WORK INSTRUCTIONS
Every record must be repeated exactly, with no omission.

═══ DATA FOR REVIEW

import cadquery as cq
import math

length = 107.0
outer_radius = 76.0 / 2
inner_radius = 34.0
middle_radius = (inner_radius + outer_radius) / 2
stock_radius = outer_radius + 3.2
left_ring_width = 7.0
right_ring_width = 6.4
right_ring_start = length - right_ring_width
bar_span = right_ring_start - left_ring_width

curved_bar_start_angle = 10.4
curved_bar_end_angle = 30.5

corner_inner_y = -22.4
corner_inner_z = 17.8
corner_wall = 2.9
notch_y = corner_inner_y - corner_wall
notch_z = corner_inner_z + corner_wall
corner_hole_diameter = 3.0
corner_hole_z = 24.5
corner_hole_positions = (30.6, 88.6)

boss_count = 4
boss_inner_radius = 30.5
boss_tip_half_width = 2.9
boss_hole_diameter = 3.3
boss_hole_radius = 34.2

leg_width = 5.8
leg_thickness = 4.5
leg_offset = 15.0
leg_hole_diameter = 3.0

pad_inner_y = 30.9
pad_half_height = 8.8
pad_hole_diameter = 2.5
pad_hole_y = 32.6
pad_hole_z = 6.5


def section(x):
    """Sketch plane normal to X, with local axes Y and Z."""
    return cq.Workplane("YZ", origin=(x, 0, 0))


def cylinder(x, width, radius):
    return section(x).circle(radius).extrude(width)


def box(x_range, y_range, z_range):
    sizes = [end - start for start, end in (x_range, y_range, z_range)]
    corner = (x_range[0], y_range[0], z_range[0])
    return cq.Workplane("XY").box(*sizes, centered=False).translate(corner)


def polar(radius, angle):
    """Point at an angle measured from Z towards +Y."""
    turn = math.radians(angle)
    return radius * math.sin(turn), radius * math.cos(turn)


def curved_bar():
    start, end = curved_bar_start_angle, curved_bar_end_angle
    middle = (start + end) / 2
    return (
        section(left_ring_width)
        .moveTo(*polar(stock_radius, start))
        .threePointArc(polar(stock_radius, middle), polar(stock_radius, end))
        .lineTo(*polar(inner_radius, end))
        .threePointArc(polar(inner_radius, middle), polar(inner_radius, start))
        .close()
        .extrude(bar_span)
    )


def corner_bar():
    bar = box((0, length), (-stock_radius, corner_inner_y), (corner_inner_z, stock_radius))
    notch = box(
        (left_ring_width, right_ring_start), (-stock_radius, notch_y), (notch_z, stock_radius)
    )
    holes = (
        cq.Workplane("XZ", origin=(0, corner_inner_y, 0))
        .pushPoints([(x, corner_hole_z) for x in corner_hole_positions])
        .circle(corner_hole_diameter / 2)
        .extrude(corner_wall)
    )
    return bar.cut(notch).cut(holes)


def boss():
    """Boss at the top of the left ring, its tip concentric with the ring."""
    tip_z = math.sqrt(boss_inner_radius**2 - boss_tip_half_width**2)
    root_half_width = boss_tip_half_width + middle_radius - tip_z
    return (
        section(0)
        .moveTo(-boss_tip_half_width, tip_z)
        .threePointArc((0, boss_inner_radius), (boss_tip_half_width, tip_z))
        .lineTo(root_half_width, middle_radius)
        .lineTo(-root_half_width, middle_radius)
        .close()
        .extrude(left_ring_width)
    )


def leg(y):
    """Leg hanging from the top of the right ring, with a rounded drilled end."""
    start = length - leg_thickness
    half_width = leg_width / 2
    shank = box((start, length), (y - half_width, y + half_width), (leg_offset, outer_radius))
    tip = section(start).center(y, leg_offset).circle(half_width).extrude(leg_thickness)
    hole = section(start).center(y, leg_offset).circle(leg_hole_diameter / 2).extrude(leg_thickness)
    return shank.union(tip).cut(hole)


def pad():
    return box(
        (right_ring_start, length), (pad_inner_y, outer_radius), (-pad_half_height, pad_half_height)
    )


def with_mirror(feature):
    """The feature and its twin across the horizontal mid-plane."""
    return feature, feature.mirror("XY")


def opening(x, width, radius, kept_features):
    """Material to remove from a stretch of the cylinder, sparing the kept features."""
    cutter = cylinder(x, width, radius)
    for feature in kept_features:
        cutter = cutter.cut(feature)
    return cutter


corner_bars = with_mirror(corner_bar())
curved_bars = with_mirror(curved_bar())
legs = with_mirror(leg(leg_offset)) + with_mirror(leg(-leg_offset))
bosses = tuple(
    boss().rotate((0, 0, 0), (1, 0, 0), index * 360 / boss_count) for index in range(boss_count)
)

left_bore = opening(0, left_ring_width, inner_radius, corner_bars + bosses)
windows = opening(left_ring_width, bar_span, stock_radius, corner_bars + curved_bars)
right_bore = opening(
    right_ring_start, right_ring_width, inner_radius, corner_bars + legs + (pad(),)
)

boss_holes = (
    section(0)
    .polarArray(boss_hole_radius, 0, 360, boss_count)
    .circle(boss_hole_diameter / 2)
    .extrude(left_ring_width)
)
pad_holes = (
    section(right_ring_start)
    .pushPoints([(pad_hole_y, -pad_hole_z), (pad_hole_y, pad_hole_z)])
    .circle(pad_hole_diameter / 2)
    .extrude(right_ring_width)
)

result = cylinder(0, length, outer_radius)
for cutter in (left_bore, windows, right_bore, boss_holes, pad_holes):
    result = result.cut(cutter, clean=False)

══════

EXPECTED OUTPUT
import cadquery as cq
import math

length = 107.0
outer_radius = 76.0 / 2
inner_radius = 34.0
middle_radius = (inner_radius + outer_radius) / 2
stock_radius = outer_radius + 3.2
left_ring_width = 7.0
right_ring_width = 6.4
right_ring_start = length - right_ring_width
bar_span = right_ring_start - left_ring_width

curved_bar_start_angle = 10.4
curved_bar_end_angle = 30.5

corner_inner_y = -22.4
corner_inner_z = 17.8
corner_wall = 2.9
notch_y = corner_inner_y - corner_wall
notch_z = corner_inner_z + corner_wall
corner_hole_diameter = 3.0
corner_hole_z = 24.5
corner_hole_positions = (30.6, 88.6)

boss_count = 4
boss_inner_radius = 30.5
boss_tip_half_width = 2.9
boss_hole_diameter = 3.3
boss_hole_radius = 34.2

leg_width = 5.8
leg_thickness = 4.5
leg_offset = 15.0
leg_hole_diameter = 3.0

pad_inner_y = 30.9
pad_half_height = 8.8
pad_hole_diameter = 2.5
pad_hole_y = 32.6
pad_hole_z = 6.5


def section(x):
    """Sketch plane normal to X, with local axes Y and Z."""
    return cq.Workplane("YZ", origin=(x, 0, 0))


def cylinder(x, width, radius):
    return section(x).circle(radius).extrude(width)


def box(x_range, y_range, z_range):
    sizes = [end - start for start, end in (x_range, y_range, z_range)]
    corner = (x_range[0], y_range[0], z_range[0])
    return cq.Workplane("XY").box(*sizes, centered=False).translate(corner)


def polar(radius, angle):
    """Point at an angle measured from Z towards +Y."""
    turn = math.radians(angle)
    return radius * math.sin(turn), radius * math.cos(turn)


def curved_bar():
    start, end = curved_bar_start_angle, curved_bar_end_angle
    middle = (start + end) / 2
    return (
        section(left_ring_width)
        .moveTo(*polar(stock_radius, start))
        .threePointArc(polar(stock_radius, middle), polar(stock_radius, end))
        .lineTo(*polar(inner_radius, end))
        .threePointArc(polar(inner_radius, middle), polar(inner_radius, start))
        .close()
        .extrude(bar_span)
    )


def corner_bar():
    bar = box((0, length), (-stock_radius, corner_inner_y), (corner_inner_z, stock_radius))
    notch = box(
        (left_ring_width, right_ring_start), (-stock_radius, notch_y), (notch_z, stock_radius)
    )
    holes = (
        cq.Workplane("XZ", origin=(0, corner_inner_y, 0))
        .pushPoints([(x, corner_hole_z) for x in corner_hole_positions])
        .circle(corner_hole_diameter / 2)
        .extrude(corner_wall)
    )
    return bar.cut(notch).cut(holes)


def boss():
    """Boss at the top of the left ring, its tip concentric with the ring."""
    tip_z = math.sqrt(boss_inner_radius**2 - boss_tip_half_width**2)
    root_half_width = boss_tip_half_width + middle_radius - tip_z
    return (
        section(0)
        .moveTo(-boss_tip_half_width, tip_z)
        .threePointArc((0, boss_inner_radius), (boss_tip_half_width, tip_z))
        .lineTo(root_half_width, middle_radius)
        .lineTo(-root_half_width, middle_radius)
        .close()
        .extrude(left_ring_width)
    )


def leg(y):
    """Leg hanging from the top of the right ring, with a rounded drilled end."""
    start = length - leg_thickness
    half_width = leg_width / 2
    shank = box((start, length), (y - half_width, y + half_width), (leg_offset, outer_radius))
    tip = section(start).center(y, leg_offset).circle(half_width).extrude(leg_thickness)
    hole = section(start).center(y, leg_offset).circle(leg_hole_diameter / 2).extrude(leg_thickness)
    return shank.union(tip).cut(hole)


def pad():
    return box(
        (right_ring_start, length), (pad_inner_y, outer_radius), (-pad_half_height, pad_half_height)
    )


def with_mirror(feature):
    """The feature and its twin across the horizontal mid-plane."""
    return feature, feature.mirror("XY")


def opening(x, width, radius, kept_features):
    """Material to remove from a stretch of the cylinder, sparing the kept features."""
    cutter = cylinder(x, width, radius)
    for feature in kept_features:
        cutter = cutter.cut(feature)
    return cutter


corner_bars = with_mirror(corner_bar())
curved_bars = with_mirror(curved_bar())
legs = with_mirror(leg(leg_offset)) + with_mirror(leg(-leg_offset))
bosses = tuple(
    boss().rotate((0, 0, 0), (1, 0, 0), index * 360 / boss_count) for index in range(boss_count)
)

left_bore = opening(0, left_ring_width, inner_radius, corner_bars + bosses)
windows = opening(left_ring_width, bar_span, stock_radius, corner_bars + curved_bars)
right_bore = opening(
    right_ring_start, right_ring_width, inner_radius, corner_bars + legs + (pad(),)
)

boss_holes = (
    section(0)
    .polarArray(boss_hole_radius, 0, 360, boss_count)
    .circle(boss_hole_diameter / 2)
    .extrude(left_ring_width)
)
pad_holes = (
    section(right_ring_start)
    .pushPoints([(pad_hole_y, -pad_hole_z), (pad_hole_y, pad_hole_z)])
    .circle(pad_hole_diameter / 2)
    .extrude(right_ring_width)
)

result = cylinder(0, length, outer_radius)
for cutter in (left_bore, windows, right_bore, boss_holes, pad_holes):
    result = result.cut(cutter, clean=False)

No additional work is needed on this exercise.